The IDS analysis project seeks to analyze the CICIDS2017 dataset from the University of New Brunswick (UNB). The CICIDS2017 dataset contains information on network traffic flows. The traffic flows are tagged as benign or one of several attacks. The analysis project attempts to understand the characteristics of various techniques that separate benign traffic flows from attack traffic flows.

The analysis is presented as “blog” posts and interprets the classification techniques implemented in Python.
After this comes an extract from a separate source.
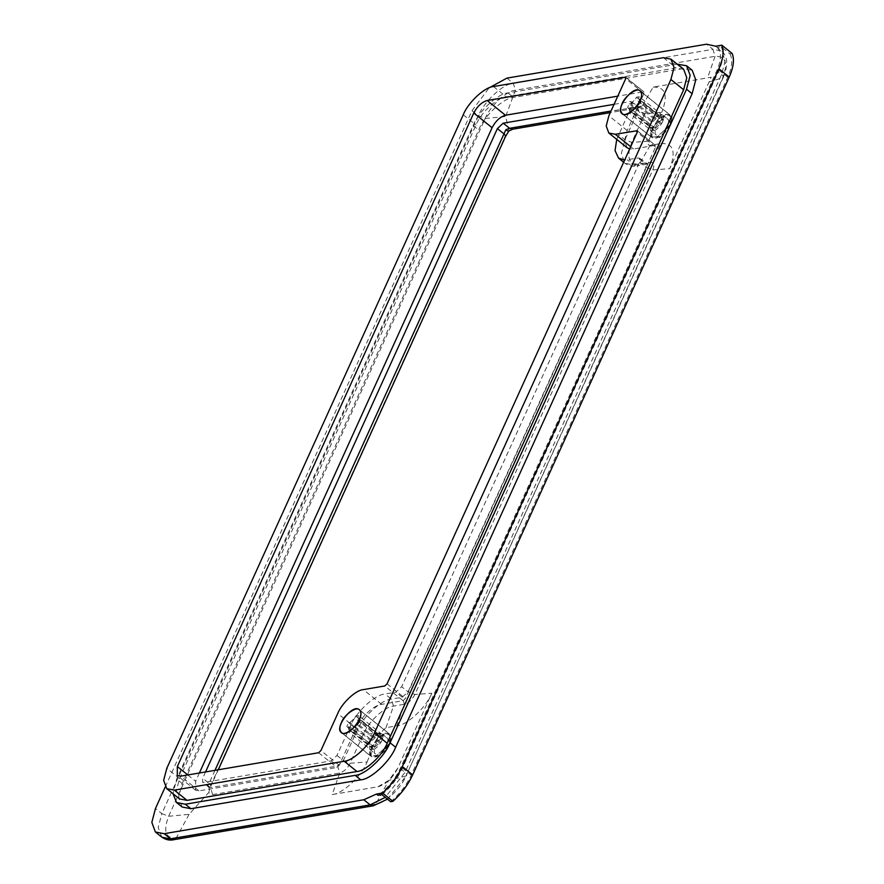 <?xml version="1.0" encoding="UTF-8"?>
<svg xmlns="http://www.w3.org/2000/svg" width="884" height="884" viewBox="0 0 884 884"><rect width="100%" height="100%" fill="white"/><g stroke="black" fill="none" stroke-linecap="round" stroke-linejoin="round"><path stroke-width="0.66" stroke-dasharray="4.42 3.31" d="M389.258 743.996L390.695 738.659C389.866 733.311 386.573 732.527 380.794 736.284C370.75 742.438 366.451 760.903 376.131 756.77C382.043 754.273 386.418 750.019 389.258 743.996M389.225 743.621L375.534 756.925L371.192 756.384L371.214 746.671L385.634 733.212L389.258 733.908L390.717 738.052L389.225 743.621M374.44 746.516C378.54 739.588 382.661 736.67 386.805 737.764C391.656 740.825 378.971 757.798 374.418 753.168L374.44 746.516M374.595 747.334L352.296 729.399L351.434 731.3L373.733 749.234L374.595 747.334L379.457 742.781L380.893 742.538L358.595 724.615L360.341 720.758L358.915 721.001L381.203 738.936L382.639 738.692L360.341 720.758M380.893 742.538L382.639 738.692M370.473 744.317L348.186 726.383L346.749 726.626L369.037 744.56L370.473 744.317L371.689 747.82L370.827 749.72L348.528 731.797L351.434 731.3M358.561 715.598L357.7 717.499L379.987 735.422L380.849 733.521L358.561 715.598L355.655 716.084L354.793 717.985L377.092 735.919L377.954 734.018L355.655 716.084M380.849 733.521L377.954 734.018M379.457 742.781L357.169 724.858L358.595 724.615M370.827 749.72L373.733 749.234M348.186 726.383L348.815 729.587L371.689 747.82L349.39 729.897L348.528 731.797M348.495 722.78L349.931 722.537L372.219 740.461L370.794 740.704L348.495 722.78L346.749 726.626M370.794 740.704L369.037 744.56M349.931 722.537L354.793 717.985M358.915 721.001L358.285 717.808L380.573 735.731L381.203 738.936M357.169 724.858L352.296 729.399M372.219 740.461L377.092 735.919M369.667 742.671C373.755 735.753 377.877 732.836 382.032 733.919C386.872 736.98 374.186 753.953 369.645 749.323L369.667 742.671M669.995 125.119L671.431 119.782C670.602 114.434 667.309 113.638 661.53 117.395C651.486 123.55 647.187 142.015 656.867 137.882C662.779 135.385 667.155 131.13 669.995 125.119M669.961 124.732L656.282 138.037L651.928 137.495L651.95 127.793L666.37 114.323L669.995 115.03L671.453 119.174L669.961 124.732M655.177 127.627C659.276 120.71 663.398 117.793 667.542 118.887C672.393 121.948 659.707 138.91 655.154 134.28L655.177 127.627M655.331 128.445L633.032 110.522L632.171 112.423L654.469 130.346L655.331 128.445L660.193 123.904L661.63 123.661L639.331 105.726L641.077 101.881L639.651 102.124L661.939 120.058L663.376 119.815L641.077 101.881M661.63 123.661L663.376 119.815M651.21 125.429L628.922 107.505L627.485 107.749L649.784 125.672L651.21 125.429L652.425 128.942L651.563 130.843L629.264 112.909L632.171 112.423M639.298 96.71L638.436 98.61L660.724 116.544L661.586 114.644L639.298 96.71L636.392 97.207L635.53 99.107L657.829 117.031L658.691 115.141L636.392 97.207M661.586 114.644L658.691 115.141M660.193 123.904L637.905 105.97L639.331 105.726M651.563 130.843L654.469 130.346M628.922 107.505L629.552 110.699L652.425 128.942L630.126 111.008L629.264 112.909M629.231 103.892L630.668 103.649L652.956 121.583L651.53 121.826L629.231 103.892L627.485 107.749M651.53 121.826L649.784 125.672M630.668 103.649L635.53 99.107M639.651 102.124L639.021 98.92L661.309 116.854L661.939 120.058M637.905 105.97L633.032 110.522M652.956 121.583L657.829 117.031M650.403 123.793C654.503 116.865 658.624 113.948 662.768 115.042C667.608 118.102 654.922 135.075 650.381 130.434L650.403 123.793M508.852 131.042L512.643 129.219M515.217 127.572L642.281 105.981C645.972 105.859 646.845 108.378 644.889 113.539L631.784 142.412C626.148 157.297 628.657 164.568 639.309 164.225L650.204 162.369C653.895 162.247 654.768 164.767 652.812 169.927L414.861 694.481C412.066 699.785 408.585 703.045 404.386 704.272L393.49 706.117C384.662 706.581 368.042 722.106 363.28 734.339L350.174 763.212C347.39 768.516 343.898 771.776 339.71 773.003L212.646 794.583L208.602 792.628L189.099 814.341L168.645 816.275C162.999 831.159 165.507 838.43 176.159 838.087L375.822 804.153C384.662 803.689 401.281 788.163 406.043 775.931L722.593 78.124C728.228 63.239 725.72 55.968 715.068 56.311L515.405 90.245L505.637 116.533L508.974 130.445L504.753 137.351L210.038 787.036C211.287 786.274 210.956 785.069 209.044 783.401L208.06 786.207L209.718 789.39L208.602 792.628L209.718 789.39M208.06 786.207L210.491 787.6L337.555 766.008L343.368 760.571L356.462 731.698C361.976 717.576 381.148 699.664 391.347 699.122L402.231 697.277L408.043 691.841L645.994 167.286L646.016 163.374L644.546 163.087L633.662 164.943L624.9 163.242L621.353 153.617L624.977 139.771L638.071 110.887L638.082 106.975L611.032 111.041M205.552 771.942L202.679 778.285L202.668 782.196L204.127 782.473L331.191 760.881L337.003 755.455L350.097 726.582C355.611 712.46 374.794 694.548 384.982 694.006L395.866 692.15L401.679 686.724L639.629 162.17L639.651 158.258L638.182 157.971L624.645 160.059M658.492 119.053L666.26 114.235L672.105 116.81L670.79 124.975L659.84 137.462L650.723 136.722L650.337 133.749L658.204 119.02L650.37 133.175L650.635 135.727L651.851 137.584L661.387 135.462L670.028 124.721L670.061 114.942L665.674 114.39L658.204 119.02M331.191 760.881L337.555 766.008L339.71 773.003L332.218 794.55L377.91 786.793L388.761 780.406L397.756 768.251L431.779 693.244L414.861 694.481L408.043 691.841L401.679 686.724M165.231 786.992L472.001 110.71L489.172 87.814M377.468 737.908L369.623 752.118L371.114 756.472L380.65 754.35L389.291 743.599L389.325 733.819L384.938 733.278L377.877 737.532L385.523 733.123L391.369 735.687L390.054 743.864L379.092 756.35L369.987 755.61L369.589 752.693L377.755 737.941M377.91 786.793C385.855 784.473 392.474 778.296 397.756 768.251M639.629 162.17L645.994 167.286L652.812 169.927L669.729 168.689L711.2 77.251L653.121 87.118L642.281 105.981L639.784 107.616L636.624 106.699L630.259 101.583L614.071 104.334M715.664 46.2L717.255 47.482L721.145 46.819L729.908 53.869L732.162 53.482M717.255 47.482C721.62 52.079 721.477 59.803 716.825 70.654L400.286 768.461C395.037 779.412 387.623 788.373 378.021 795.335M381.91 794.683C390.794 787.191 397.645 778.329 402.463 768.086L719.001 70.289C723.444 60.112 724.162 52.289 721.145 46.819M390.662 801.722C399.557 794.23 406.408 785.368 411.215 775.135L727.764 77.328C732.206 67.151 732.924 59.339 729.908 53.869M616.745 139.396L631.706 105.771L631.729 101.859L630.259 101.583M627.132 147.738L624.524 140.678L627.187 130.523L643.994 93.472L643.408 91.792L617.783 96.146M199.386 772.992L195.64 781.257L195.607 790.252L198.966 790.904L336.914 767.467L339.246 765.29L356.053 728.239C360.086 717.874 374.153 704.747 381.634 704.349L403.049 700.703L405.369 698.537L655.552 147.031L654.967 145.352L633.552 148.987L629.684 148.954M637.242 130.733L655.552 145.462L636.657 130.622M625.684 77.173L643.994 91.903L625.099 77.063M400.286 768.461L405.06 772.296C406.96 773.964 407.292 775.18 406.043 775.931L723.256 77.505L709.023 82.068L711.2 77.251L707.576 77.869L715.068 56.311L712.913 49.316L721.676 51.018L725.223 60.642L721.598 74.488L405.06 772.296L385.247 797.368M182.126 807.015L178.579 797.379L182.203 783.533L478.664 130.003C484.167 115.881 503.35 97.969 513.538 97.428L683.431 68.554L692.194 70.256M683.708 69.394L676.116 67.924L506.223 96.798C497.394 97.262 480.763 112.787 475.99 125.031L179.54 778.561L176.391 790.561L179.474 798.904M683.431 68.554L677.862 64.079L507.969 92.942C497.78 93.483 478.598 111.406 473.084 125.528L176.634 779.058L172.999 793.699M504.753 137.351L505.46 136.633M214.967 770.351L209.044 783.401L202.679 778.285M658.613 118.655L661.807 112.29L644.889 113.539L638.071 110.887L631.706 105.771M650.149 145.363L639.309 164.225L636.811 165.861L647.707 164.004L650.204 162.369L661.044 143.517L650.149 145.363C648.105 145.429 647.618 144.037 648.701 141.164L631.784 142.412L624.977 139.771L618.612 134.644M623.651 162.247L624.9 163.242C628.977 165.927 632.944 166.8 636.811 165.861L633.662 164.943L627.297 159.827M639.651 158.258L647.718 164.004L644.546 163.087L638.182 157.971M377.877 737.532L380.197 733.101L386.01 727.676L396.894 725.819L404.386 704.272L402.231 697.277L395.866 692.15M386.01 727.676L393.49 706.117L391.347 699.122L384.982 694.006M380.197 733.101L363.28 734.339L356.462 731.698L350.097 726.582M332.218 794.55C342.406 794.009 361.589 776.097 367.092 761.975L350.174 763.212L343.368 760.571L337.003 755.455M212.646 794.583L210.491 787.6L204.127 782.473M648.701 141.164L650.734 136.014M653.121 87.118C665.42 86.72 668.315 95.118 661.807 112.29M506.886 78.135L513.25 83.251L515.405 90.245C506.565 90.709 489.946 106.235 485.183 118.467L168.645 816.275L161.827 813.634L478.366 115.826C483.879 101.704 503.062 83.792 513.25 83.251L712.913 49.316L706.548 44.2M472.001 110.71L478.366 115.826L485.183 118.467L505.637 116.533M189.099 814.341L176.159 838.087L173.673 839.723M161.75 837.104L158.203 827.479L161.827 813.634L155.462 808.506M406.043 775.931L388.761 780.406L375.822 804.153L373.335 805.788M722.593 78.124C723.83 77.372 723.499 76.157 721.598 74.488L716.825 70.654M369.899 754.604L369.877 755.301M367.092 761.975L369.998 754.892M431.779 693.244C426.276 707.366 407.093 725.278 396.894 725.819M650.635 135.727L650.613 136.423M661.044 143.517C673.343 143.12 676.238 151.507 669.729 168.689M719.001 70.289L727.764 77.328M402.463 768.086L411.215 775.135M627.187 130.523L608.866 115.804M643.994 93.472L625.684 78.742M633.552 148.987L630.701 146.7M655.552 147.031L637.231 132.302M387.059 683.807L405.369 698.537M356.053 728.239L337.743 713.51M339.246 765.29L320.925 750.56M381.634 704.349L363.313 689.619M403.049 700.703L384.739 685.973M318.605 752.737L336.914 767.467M198.966 790.904L180.656 776.174M463.249 114.787L475.99 125.031M179.54 778.561L166.8 768.318M187.817 774.959L195.64 781.257M473.084 125.528L478.664 130.003M182.203 783.533L176.634 779.058M493.482 86.555L506.223 96.798M507.969 92.942L513.538 97.428M663.376 57.681L676.116 67.924M390.695 738.659L390.717 738.052M376.131 756.77L375.545 756.925M371.181 756.384L341.323 732.372M389.258 733.908L359.401 709.896M382.032 733.919L386.805 737.764M369.645 749.323L374.418 753.168M671.431 119.782L671.453 119.174M656.867 137.882L656.282 138.037M651.917 137.495L622.06 113.484M669.995 115.03L640.138 91.019M662.768 115.042L667.542 118.887M650.381 130.445L655.154 134.28M218.26 769.787L210.712 786.417M631.729 101.859L639.795 107.616L610.314 112.622M209.188 787.534L202.668 782.196M387.479 799.158L406.717 775.312M723.256 77.505C728.339 65.151 727.819 56.311 721.676 51.018L715.311 45.902M369.623 752.118L369.589 752.693M384.938 733.278L385.523 733.123M359.468 709.808L389.325 733.819M341.257 732.46L371.114 756.472M650.37 133.175L650.337 133.749M665.674 114.39L666.26 114.235M621.993 113.572L651.851 137.584M640.204 90.93L670.061 114.942M195.607 790.252L177.297 775.522"/><path stroke-width="1.33" d="M341.357 722.659C343.821 715.101 356.849 705.764 359.39 709.896C366.462 714.36 347.953 739.123 341.323 732.361C339.39 730.029 339.401 726.792 341.357 722.659M622.093 103.782C624.557 96.223 637.585 86.886 640.138 91.019C647.199 95.483 628.69 120.235 622.06 113.484C620.126 111.141 620.137 107.914 622.093 103.782M218.26 769.787L505.416 136.733L508.808 131.086L512.709 129.208L509.571 128.29L505.858 129.727C507.969 131.351 509.007 131.583 508.974 130.445M505.858 129.727L214.967 770.351M489.172 87.814L506.886 78.135L706.548 44.2L715.664 46.2L721.808 45.161L732.162 53.482C734.549 59.327 733.565 67.195 729.212 77.085L412.673 774.892C408.032 784.815 401.447 793.633 392.916 801.335L390.662 801.722L381.91 794.683L378.021 795.335L376.429 794.064L363.81 799.755L164.148 833.689L155.385 831.988L151.838 822.363L155.462 808.506L165.231 786.992M359.434 719.587C361.412 715.432 361.423 712.173 359.479 709.808C352.782 703.001 334.13 727.952 341.257 732.46C343.821 736.626 356.959 727.212 359.434 719.587M640.171 100.71C637.696 108.334 624.557 117.738 621.993 113.572C614.866 109.075 633.53 84.113 640.215 90.93C642.16 93.284 642.149 96.544 640.171 100.71M721.808 45.161C724.195 51.007 723.211 58.874 718.858 68.753L402.319 766.561C397.689 776.495 391.104 785.312 382.573 793.014L392.916 801.335M382.573 793.014L376.429 794.064M624.645 160.059L618.535 158.125L615.043 150.589L616.745 139.396M625.916 77.726L625.099 77.063L625.684 78.742L608.866 115.804L606.214 125.959L608.811 133.02L615.242 134.257L637.242 130.733M629.684 148.954L627.132 147.738L608.811 133.02M637.474 131.274L636.657 130.622L637.231 132.302L387.059 683.807L384.739 685.973L363.313 689.619C355.843 690.017 341.776 703.156 337.743 713.51L320.925 750.56L318.605 752.737L180.656 776.174L177.297 775.522L177.33 766.527L187.817 774.959M617.783 96.146L505.46 115.24L487.15 100.511L625.684 77.173M505.46 115.24C500.112 116.799 495.648 120.953 492.09 127.727L199.386 772.992M614.071 104.334L503.206 123.174L497.394 128.6L205.552 771.942M344.219 761.257C353.048 760.793 369.678 745.267 374.451 733.024L670.901 79.494L674.05 67.493L670.967 59.151L663.376 57.681L493.482 86.555C484.653 87.019 468.023 102.544 463.249 114.787L166.8 768.318L163.65 780.318L166.733 788.661L174.325 790.13L344.219 761.257L356.959 771.511C365.788 771.036 382.418 755.511 387.192 743.278L683.641 89.748L686.791 77.737L683.708 69.394L670.967 59.151M487.15 100.511C481.802 102.069 477.338 106.235 473.78 112.997L177.33 766.527M686.625 65.77L692.194 70.256L695.752 79.88L692.117 93.726L395.667 747.267C390.153 761.389 370.982 779.301 360.782 779.843L190.889 808.705L182.126 807.015L176.557 802.528L185.32 804.23L355.213 775.356C365.401 774.815 384.584 756.903 390.087 742.781L686.548 89.251L690.172 75.405L686.625 65.77L677.232 64.178M172.999 793.699L176.557 802.528M166.733 788.661L179.474 798.904L187.065 800.374L356.959 771.511M504.753 137.351C505.991 136.6 505.659 135.385 503.758 133.716L497.394 128.6M611.032 111.041L509.571 128.29L503.206 123.174M161.75 837.104C165.827 839.8 169.794 840.662 173.673 839.723L161.75 837.104L155.385 831.988M173.673 839.723L373.335 805.788L370.175 804.871L170.513 838.806L164.148 833.689M385.247 797.368L370.175 804.871L363.81 799.755M718.858 68.753L729.212 77.085M402.319 766.561L412.673 774.892M630.701 146.7L615.242 134.257M492.09 127.727L473.78 112.997M670.901 79.494L683.641 89.748M686.548 89.251L692.117 93.726M374.451 733.024L387.192 743.278M390.087 742.781L395.667 747.267M355.213 775.356L360.782 779.843M174.325 790.13L187.065 800.374M185.32 804.23L190.889 808.705M342.009 732.913L341.323 732.372M360.075 710.449L359.401 709.896M622.745 114.036L622.06 113.484M640.812 91.56L640.138 91.019M610.314 112.622L512.731 129.208M373.335 805.788L387.479 799.158M623.651 162.247L618.535 158.125"/></g></svg>

Useful URLs for this project

File and directory organization

  1. MachineLearningCVE/
    • This directory contains processed data used by the classifiers. It also has data used to debug the Python scripts for combining and cleaning the raw data files.
  2. docs/
    • This directory contains the blog posts. It also has the configuration files used by Github pages to render the posts.
  3. notes/
    • This directory contains lab notes compiled during the analysis. These notes are used as raw material for blog posts.
  4. scripts/
    • The Python code for this project was initially developed as scripts that run on a local machine. This directory contains those scripts. The scripts will continue to be maintained.
  5. admin/
    • Scripts and guidelines for administering the Github repository.
  6. LICENSE
    • This is license under which all the work in the IDS analysis project is made available.
  7. README.md
    • This is the top-level markdown file that describes the project. Since all documentation is being maintained as blog posts, the file points to the blog.
  8. *.ipynb files
    • These are Google Colab Jupyter notebooks. The first few notebooks were the Python scripts from scripts/ massaged to work on Colab. New notebooks will be added as the analysis develops. The notebooks (on Colab) will be periodically committed to the project’s Github repository.